Thanks. Good morning. I just made it seems. Two questions, please. First one on the margins. I noticed 134% Hong Kong new business margins, 70% in Singapore. These are margins that you've never seen before. What's going on there? Are you just able to sell a richer stream of health and protection? Is that all that's going on? Is that being driven by the pandemic or, you know, what's happening there to just drive that uplift? My second question, for now at least, is it's just on financial flexibility.

Mark FitzPatrick
CFO and COO, Prudential

You've given an indication of C-ROSS and RBC, and I think, Mark, you talked in your statements earlier about having financial flexibility, and I think leverage is down at 21%. So, what level of financial flexibility do you think you have, based on what you know about your solvency and liquidity, et cetera? Thank you.

Mike Wells
CEO, Prudential

A general comment on the second one, then I'll go to Mark just for timing. You know, I don't think I've. Blair, we've had this lowest sensitivity to rates and equities movements in our earnings. You know, and I think our financial flexibility in my time has never been greater. Mark, do you want to comment on specifics on both, and there's a wrap up with this one?

Nicolaos Nicandrou
CEO of Asia and Africa, Prudential

Yeah.

Mark FitzPatrick
CFO and COO, Prudential

Yeah, I think you're right in terms of the richer stream of health and protection that's come through in both of those components and also with an element in Singapore, additional link products, et cetera, coming through. In terms of financial flexibility, as you say, our Moody's leverage ratio pro forma for the debt repayment in January, it's about 21%. We think we've got decent scale in terms of the headroom to kind of get to about 25%. It's kind of, you know, just under $1.5 billion kind of headroom that we have for that perspective.

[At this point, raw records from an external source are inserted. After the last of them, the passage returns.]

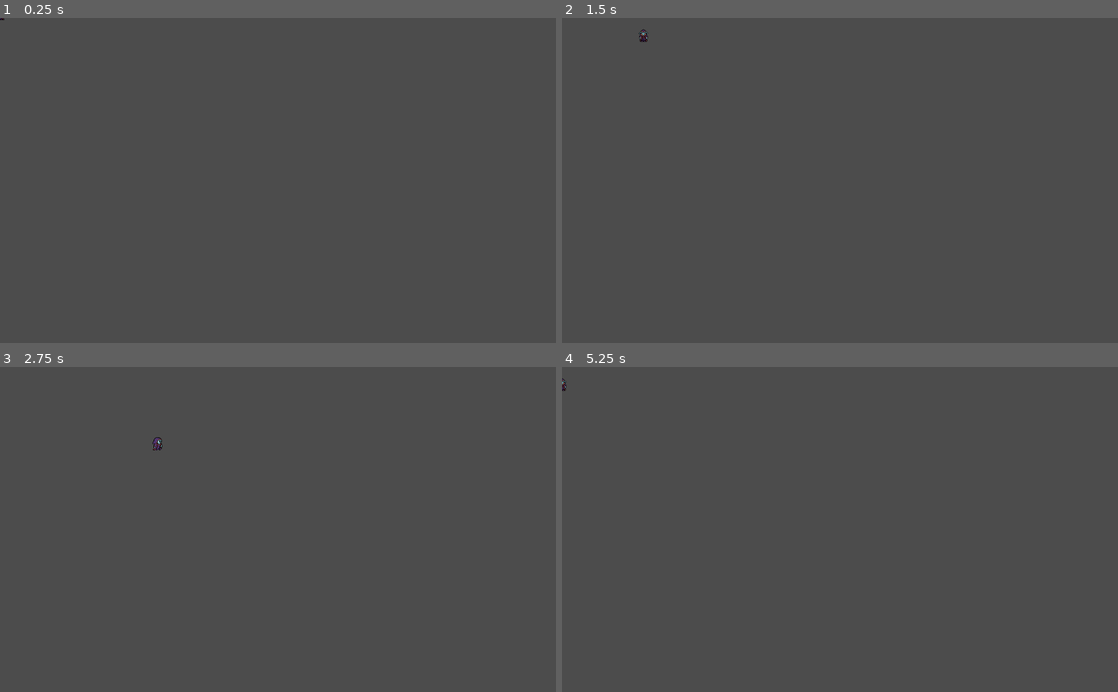
Above: before the commit, frames 1-4 (two rows, left to right).
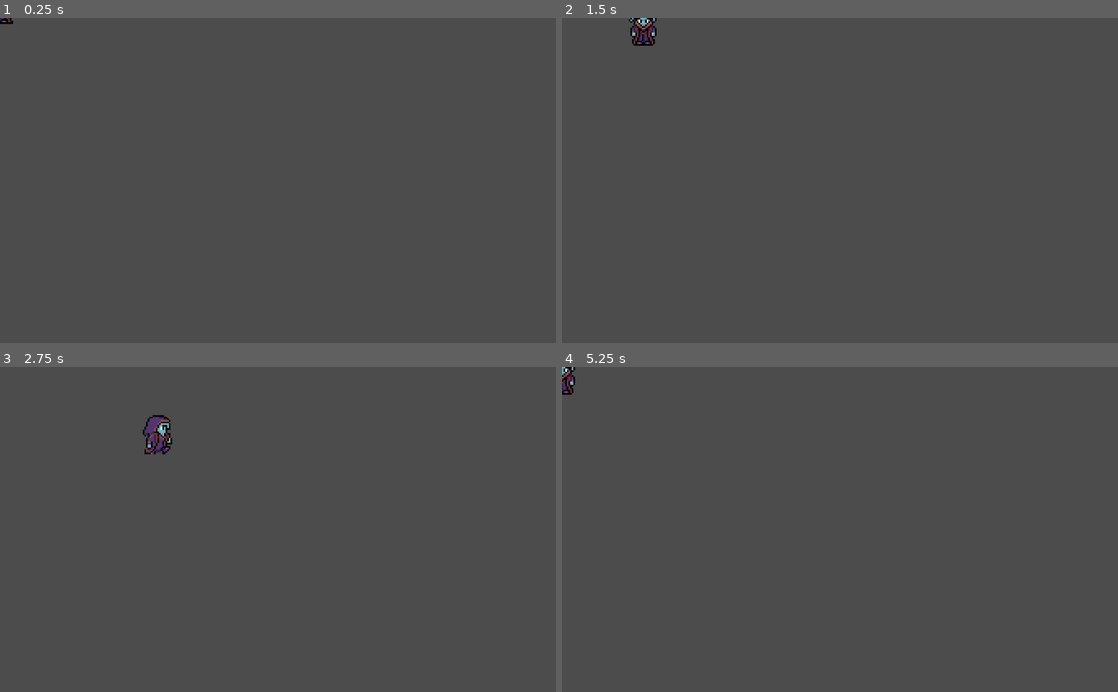
Above: after the commit, the same moments.

Repository: veech/cantation
Game: Godot game, scene res://Scenes/Player.tscn
Two runs of this game, one before a commit and one after it. Both use one fixed random seed, a clock stepped at 60 frames per second and the inputs below.
Inputs:
- Up to frame 1 (0.25 s): no input
- Up to frame 2 (1.5 s): tap Enter at 0.5 s; hold Right (right) 0.53-1.28 s; hold Down (down) from 1.28 s (still down)
- Up to frame 3 (2.75 s): release Down (down) at 2.03 s; hold Right (right) from 2.03 s (still down)
- Up to frame 4 (5.25 s): release Right (right) at 2.78 s; hold Up (up) 2.78-3.53 s; hold Left (left) 3.53-5.03 s; hold Down (down) from 5.03 s (still down)

The runs differ from the first frame. In frame 1, less than 0.1% of the frame differs, in the area x 0-3%, y 0-2%; in frame 2, 0.4%; in frame 3, 0.5%, in the area x 25-31%, y 14-27%; in frame 4, 0.2%.

Commit message:
normalized movement vector

Diff:
--- a/Scenes/Player.tscn
+++ b/Scenes/Player.tscn
@@ -5,124 +5,124 @@
 
 [sub_resource type="AtlasTexture" id=1]
 atlas = ExtResource( 1 )
-region = Rect2( 192, 256, 64, 64 )
+region = Rect2( 0, 128, 64, 64 )
 
 [sub_resource type="AtlasTexture" id=2]
 atlas = ExtResource( 1 )
-region = Rect2( 0, 128, 64, 64 )
+region = Rect2( 64, 128, 64, 64 )
 
 [sub_resource type="AtlasTexture" id=3]
 atlas = ExtResource( 1 )
-region = Rect2( 64, 128, 64, 64 )
+region = Rect2( 128, 128, 64, 64 )
 
 [sub_resource type="AtlasTexture" id=4]
 atlas = ExtResource( 1 )
-region = Rect2( 128, 128, 64, 64 )
+region = Rect2( 192, 128, 64, 64 )
 
 [sub_resource type="AtlasTexture" id=5]
 atlas = ExtResource( 1 )
-region = Rect2( 192, 128, 64, 64 )
+region = Rect2( 0, 256, 64, 64 )
 
 [sub_resource type="AtlasTexture" id=6]
 atlas = ExtResource( 1 )
-region = Rect2( 0, 256, 64, 64 )
+region = Rect2( 0, 0, 64, 64 )
 
 [sub_resource type="AtlasTexture" id=7]
 atlas = ExtResource( 1 )
-region = Rect2( 0, 0, 64, 64 )
+region = Rect2( 64, 0, 64, 64 )
 
 [sub_resource type="AtlasTexture" id=8]
 atlas = ExtResource( 1 )
-region = Rect2( 64, 0, 64, 64 )
+region = Rect2( 128, 0, 64, 64 )
 
 [sub_resource type="AtlasTexture" id=9]
 atlas = ExtResource( 1 )
-region = Rect2( 128, 0, 64, 64 )
+region = Rect2( 192, 0, 64, 64 )
 
 [sub_resource type="AtlasTexture" id=10]
 atlas = ExtResource( 1 )
-region = Rect2( 192, 0, 64, 64 )
+region = Rect2( 64, 256, 64, 64 )
 
 [sub_resource type="AtlasTexture" id=11]
 atlas = ExtResource( 1 )
-region = Rect2( 64, 256, 64, 64 )
+region = Rect2( 0, 192, 64, 64 )
 
 [sub_resource type="AtlasTexture" id=12]
 atlas = ExtResource( 1 )
-region = Rect2( 0, 192, 64, 64 )
+region = Rect2( 64, 192, 64, 64 )
 
 [sub_resource type="AtlasTexture" id=13]
 atlas = ExtResource( 1 )
-region = Rect2( 64, 192, 64, 64 )
+region = Rect2( 128, 192, 64, 64 )
 
 [sub_resource type="AtlasTexture" id=14]
 atlas = ExtResource( 1 )
-region = Rect2( 128, 192, 64, 64 )
+region = Rect2( 192, 192, 64, 64 )
 
 [sub_resource type="AtlasTexture" id=15]
 atlas = ExtResource( 1 )
-region = Rect2( 192, 192, 64, 64 )
+region = Rect2( 0, 64, 64, 64 )
 
 [sub_resource type="AtlasTexture" id=16]
 atlas = ExtResource( 1 )
-region = Rect2( 0, 64, 64, 64 )
+region = Rect2( 64, 64, 64, 64 )
 
 [sub_resource type="AtlasTexture" id=17]
 atlas = ExtResource( 1 )
-region = Rect2( 64, 64, 64, 64 )
+region = Rect2( 128, 64, 64, 64 )
 
 [sub_resource type="AtlasTexture" id=18]
 atlas = ExtResource( 1 )
-region = Rect2( 128, 64, 64, 64 )
+region = Rect2( 192, 64, 64, 64 )
 
 [sub_resource type="AtlasTexture" id=19]
 atlas = ExtResource( 1 )
-region = Rect2( 192, 64, 64, 64 )
+region = Rect2( 128, 256, 64, 64 )
 
 [sub_resource type="AtlasTexture" id=20]
 atlas = ExtResource( 1 )
-region = Rect2( 128, 256, 64, 64 )
+region = Rect2( 192, 256, 64, 64 )
 
 [sub_resource type="SpriteFrames" id=21]
 animations = [ {
-"frames": [ SubResource( 1 ) ],
-"loop": true,
-"name": "up_idle",
-"speed": 5.0
-}, {
-"frames": [ SubResource( 2 ), SubResource( 3 ), SubResource( 4 ), SubResource( 5 ) ],
+"frames": [ SubResource( 1 ), SubResource( 2 ), SubResource( 3 ), SubResource( 4 ) ],
 "loop": true,
 "name": "right_walk",
 "speed": 5.0
 }, {
-"frames": [ SubResource( 6 ) ],
+"frames": [ SubResource( 5 ) ],
 "loop": true,
 "name": "right_idle",
 "speed": 5.0
 }, {
-"frames": [ SubResource( 7 ), SubResource( 8 ), SubResource( 9 ), SubResource( 10 ) ],
+"frames": [ SubResource( 6 ), SubResource( 7 ), SubResource( 8 ), SubResource( 9 ) ],
 "loop": true,
 "name": "up_walk",
 "speed": 5.0
 }, {
-"frames": [ SubResource( 11 ) ],
+"frames": [ SubResource( 10 ) ],
 "loop": true,
 "name": "left_idle",
 "speed": 5.0
 }, {
-"frames": [ SubResource( 12 ), SubResource( 13 ), SubResource( 14 ), SubResource( 15 ) ],
+"frames": [ SubResource( 11 ), SubResource( 12 ), SubResource( 13 ), SubResource( 14 ) ],
 "loop": true,
 "name": "left_walk",
 "speed": 5.0
 }, {
-"frames": [ SubResource( 16 ), SubResource( 17 ), SubResource( 18 ), SubResource( 19 ) ],
+"frames": [ SubResource( 15 ), SubResource( 16 ), SubResource( 17 ), SubResource( 18 ) ],
 "loop": true,
 "name": "down_walk",
 "speed": 5.0
 }, {
+"frames": [ SubResource( 19 ) ],
+"loop": true,
+"name": "down_idle",
+"speed": 5.0
+}, {
 "frames": [ SubResource( 20 ) ],
 "loop": true,
-"name": "down_idle",
+"name": "up_idle",
 "speed": 5.0
 } ]
 
@@ -130,9 +130,11 @@
 extents = Vector2( 7.13808, 11.7045 )
 
 [node name="KinematicBody2D" type="KinematicBody2D"]
+scale = Vector2( 3, 3 )
 script = ExtResource( 2 )
 
 [node name="AnimatedSprite" type="AnimatedSprite" parent="."]
+position = Vector2( 0, -0.176577 )
 frames = SubResource( 21 )
 animation = "down_idle"
 playing = true
--- a/Scripts/Player.gd
+++ b/Scripts/Player.gd
@@ -17,8 +17,10 @@
 
 	_set_facing_direction(x_direction, y_direction)
 
-	motion.x = x_direction * SPEED
-	motion.y = y_direction * SPEED
+	#motion.x = x_direction * SPEED
+	#motion.y = y_direction * SPEED
+
+	motion = Vector2(x_direction, y_direction).normalized() * SPEED
 
 func _set_facing_direction(x, y):
 	if x != 0 && y == 0:

In terms of our regulatory capital levels, at the levels we're at the 4%-8%, again, pro forma, it's an aspect where the regulatory capital is not a binding constraint in terms of how we operate and what we do. We think that's important 'cause that enables us to operate, enable us to engage with the regulator on the front foot and be very kind of forward-looking and forward-leaning in terms of the opportunities that we might have in front of us. We saw how we deployed that locally, for example, in Thailand, recently with the TTB bancassurance deal, where that was partly funded by some surplus in Thailand and partly funded from the center.

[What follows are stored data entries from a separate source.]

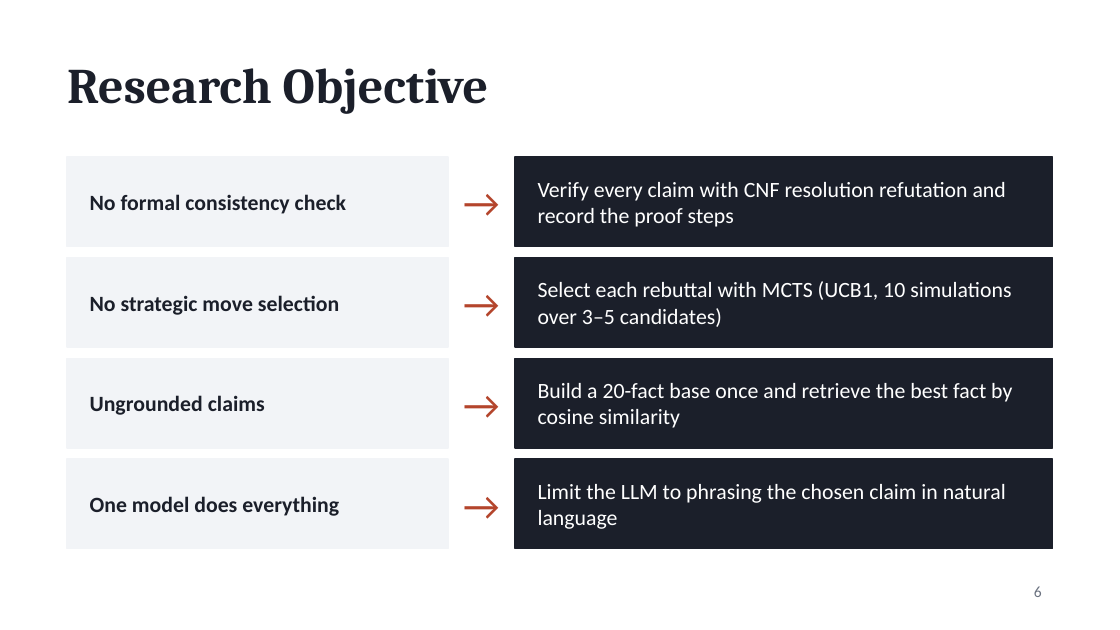
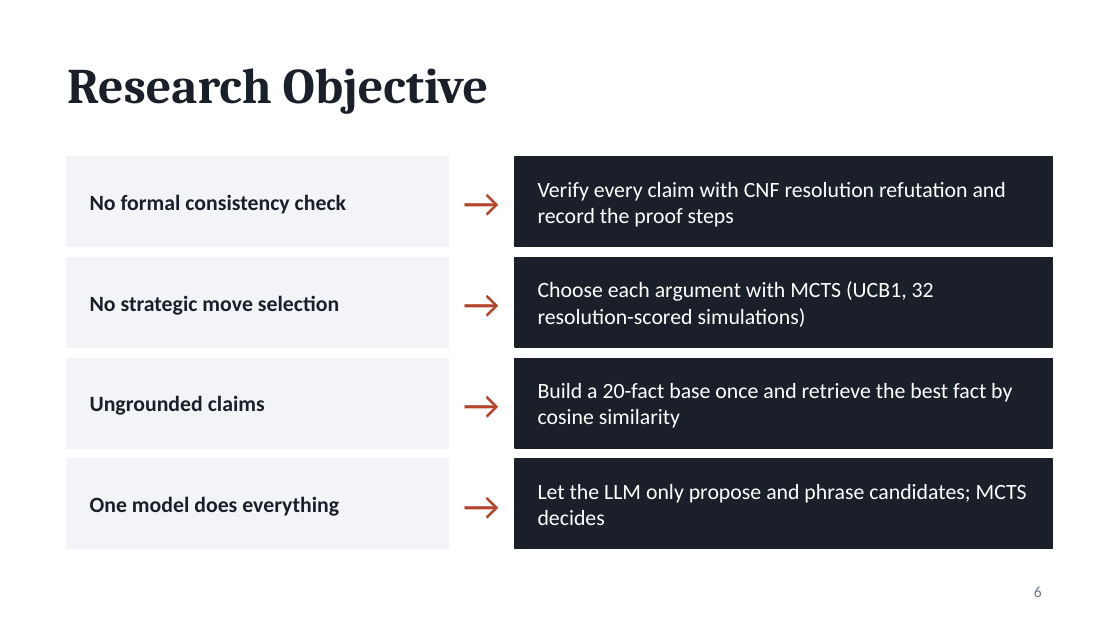
Before and after one commit to AdhithyaSivaraj/Agentic-Debate-Prep-Arena-Using-MCTS, a slide deck: slide 6 of Agentic_Debate_Arena.pptx. Drawn at 1120x630 pixels with LibreOffice and Linux fonts; fonts in the diff are those of the drawing. Boxes give left, top, right and bottom in pixels: in the first picture for what was removed or moved away, otherwise in the second. Text is boxed around its words. In the diff, an @@ line names an element or a change of style, - is before the commit and + after.

```diff
--- a/Agentic_Debate_Arena.pptx
+++ b/Agentic_Debate_Arena.pptx
@@ text at (538,281,934,327): text changed @@
-Select each rebuttal with MCTS (UCB1, 10 simulations over 3–5 candidates)
+Choose each argument with MCTS (UCB1, 32 resolution-scored simulations)
@@ text at (538,484,1027,525): text changed @@
-Limit the LLM to phrasing the chosen claim in natural language
+Let the LLM only propose and phrase candidates; MCTS decides
```
Also in this commit, not shown: 6 other slides changed.

We continue to be very pleased with the strength of the balance sheet, especially with the turbulent markets that we have, the resilience of that and the financial flexibility for the element of inorganic opportunities, but also the great organic opportunities. In the last eight years, we've invested about $11 billion in Asia and Africa alone, kind of roughly split 50-50 between organic and inorganic. We'll continue to look to invest hugely in organic and continue to explore carefully inorganic opportunities ahead.

Mike Wells
CEO, Prudential

Blair, I'm gonna have to cut it there. I know we'll see you later in the week, and thank you for the questions. You know, to Mark's point on Thailand, the measurable output of that is you've watched the bank insurance channel market share go from 4% to 14%, if you look at the detail and the results. Very happy with that. Thank you very much, everybody, for your questions. I just wanna personally thank you for your interest and support in our business in my time as CEO. It's been a privilege for me to serve for the last 26 years with Prudential. I'd like you to take away three things, if you would. We are now, and I'm very pleased to say, entirely focused on Asia and Africa.

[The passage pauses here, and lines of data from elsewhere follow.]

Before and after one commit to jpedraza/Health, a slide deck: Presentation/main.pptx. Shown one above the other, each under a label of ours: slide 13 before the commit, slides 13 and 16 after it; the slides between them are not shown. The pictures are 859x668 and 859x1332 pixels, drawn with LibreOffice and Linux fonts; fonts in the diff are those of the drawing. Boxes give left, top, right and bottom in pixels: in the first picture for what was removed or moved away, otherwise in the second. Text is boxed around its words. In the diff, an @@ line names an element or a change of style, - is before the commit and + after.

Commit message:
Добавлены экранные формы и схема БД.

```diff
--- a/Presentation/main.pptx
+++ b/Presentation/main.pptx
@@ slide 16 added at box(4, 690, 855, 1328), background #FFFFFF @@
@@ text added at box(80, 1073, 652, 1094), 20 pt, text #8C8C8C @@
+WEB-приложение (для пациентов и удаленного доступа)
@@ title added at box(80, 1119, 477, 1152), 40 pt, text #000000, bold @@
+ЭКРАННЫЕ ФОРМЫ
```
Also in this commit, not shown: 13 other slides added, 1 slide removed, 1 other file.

Clearly, we've delivered high quality, resilient growth in 2021, and I think in this environment, that's a, you know, valued and unique statement. We're extremely confident that the model we built with this diversification of countries, the multi-channel structure, it's the right one to continue to execute on what's going to be or very likely gonna be a complex environment for the short term. Thank you again for your time today. We look forward to talking to you all in more detail in the coming days.

Operator

This concludes today's call. Thank you for joining. You may now disconnect your line.